EXERCISE DETAILS: Return all lines of the records that contain the word "Also".

Dataset entries
:::::
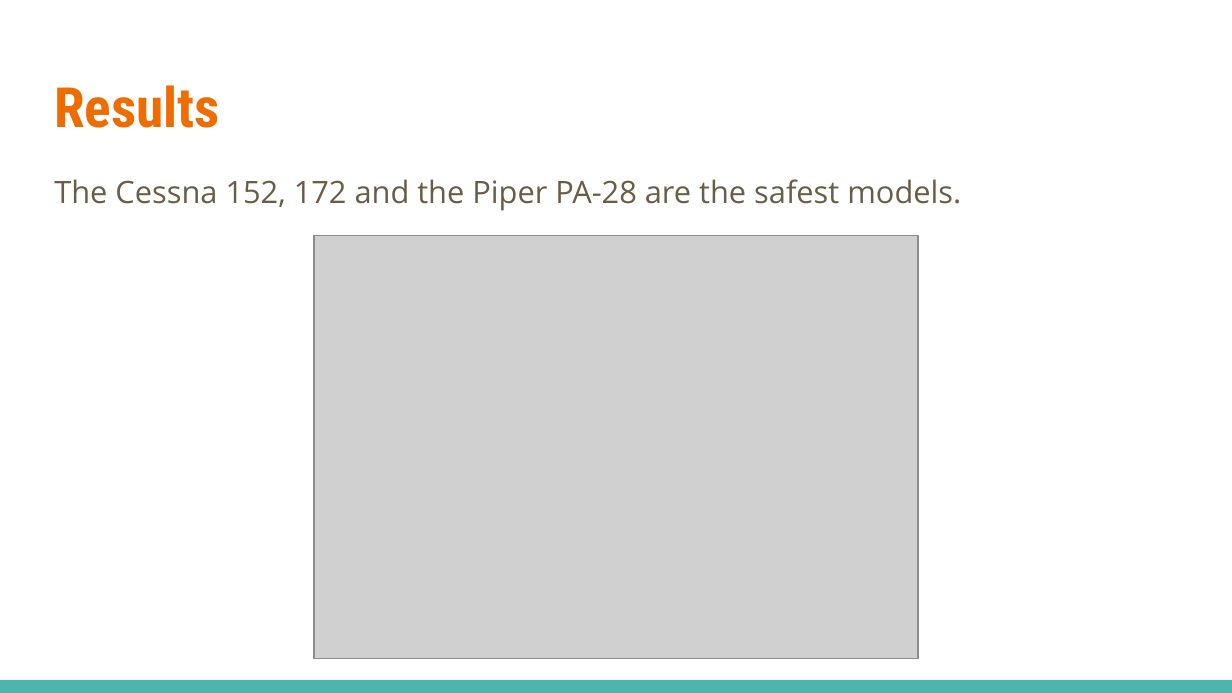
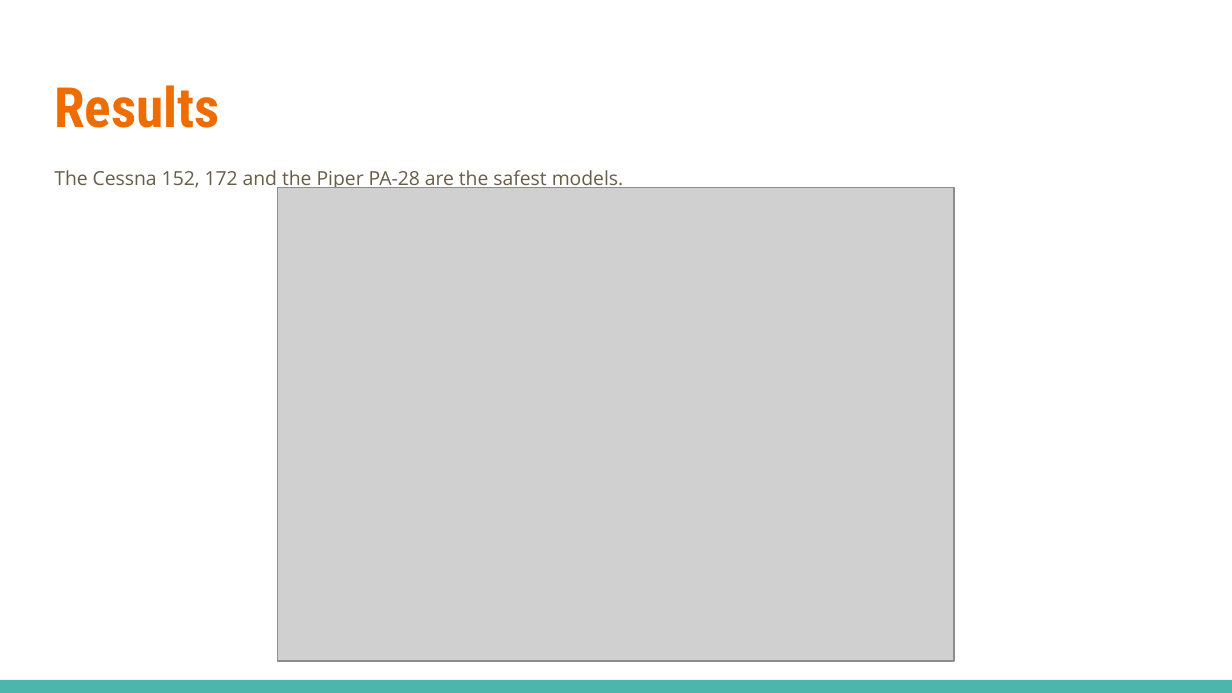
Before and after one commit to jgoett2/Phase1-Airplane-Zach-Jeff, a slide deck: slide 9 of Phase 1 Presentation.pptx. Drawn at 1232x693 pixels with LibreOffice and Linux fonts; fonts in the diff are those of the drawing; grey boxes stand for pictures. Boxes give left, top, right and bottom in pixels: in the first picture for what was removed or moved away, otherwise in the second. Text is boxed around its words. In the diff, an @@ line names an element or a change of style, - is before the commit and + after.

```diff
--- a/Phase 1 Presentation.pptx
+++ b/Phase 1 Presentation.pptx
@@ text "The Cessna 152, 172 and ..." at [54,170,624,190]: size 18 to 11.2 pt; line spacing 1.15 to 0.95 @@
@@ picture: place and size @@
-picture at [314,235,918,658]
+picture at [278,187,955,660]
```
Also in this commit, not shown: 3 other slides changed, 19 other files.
:::::
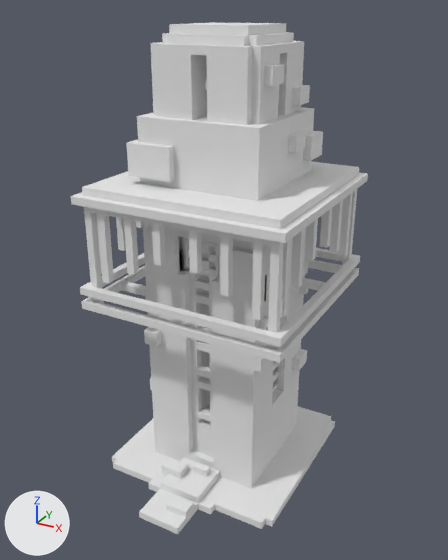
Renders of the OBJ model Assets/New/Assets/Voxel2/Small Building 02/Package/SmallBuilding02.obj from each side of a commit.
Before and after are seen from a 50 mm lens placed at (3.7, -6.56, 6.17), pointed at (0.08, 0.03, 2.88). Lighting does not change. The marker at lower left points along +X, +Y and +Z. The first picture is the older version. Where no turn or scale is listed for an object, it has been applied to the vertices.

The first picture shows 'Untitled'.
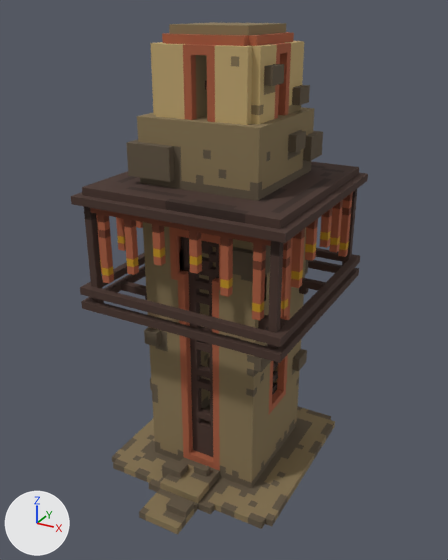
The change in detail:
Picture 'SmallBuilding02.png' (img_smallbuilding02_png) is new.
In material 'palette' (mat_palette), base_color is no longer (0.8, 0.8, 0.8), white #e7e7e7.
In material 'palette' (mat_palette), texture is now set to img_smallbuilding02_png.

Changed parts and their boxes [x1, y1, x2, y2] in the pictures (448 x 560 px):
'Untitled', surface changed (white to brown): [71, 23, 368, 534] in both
:::::
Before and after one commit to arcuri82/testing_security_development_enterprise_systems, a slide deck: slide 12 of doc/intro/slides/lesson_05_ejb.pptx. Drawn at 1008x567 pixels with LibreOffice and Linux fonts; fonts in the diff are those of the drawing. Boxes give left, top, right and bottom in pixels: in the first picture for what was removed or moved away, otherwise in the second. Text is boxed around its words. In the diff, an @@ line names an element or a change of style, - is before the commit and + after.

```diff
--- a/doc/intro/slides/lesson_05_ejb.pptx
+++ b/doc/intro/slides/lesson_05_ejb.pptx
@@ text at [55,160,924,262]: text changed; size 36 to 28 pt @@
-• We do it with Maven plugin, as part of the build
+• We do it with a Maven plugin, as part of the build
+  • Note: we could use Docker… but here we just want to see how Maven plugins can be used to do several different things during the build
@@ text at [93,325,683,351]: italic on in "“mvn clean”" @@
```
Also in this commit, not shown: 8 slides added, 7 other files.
:::::
TASK RESULT:
Also in this commit, not shown: 3 other slides changed, 19 other files.
Also in this commit, not shown: 8 slides added, 7 other files.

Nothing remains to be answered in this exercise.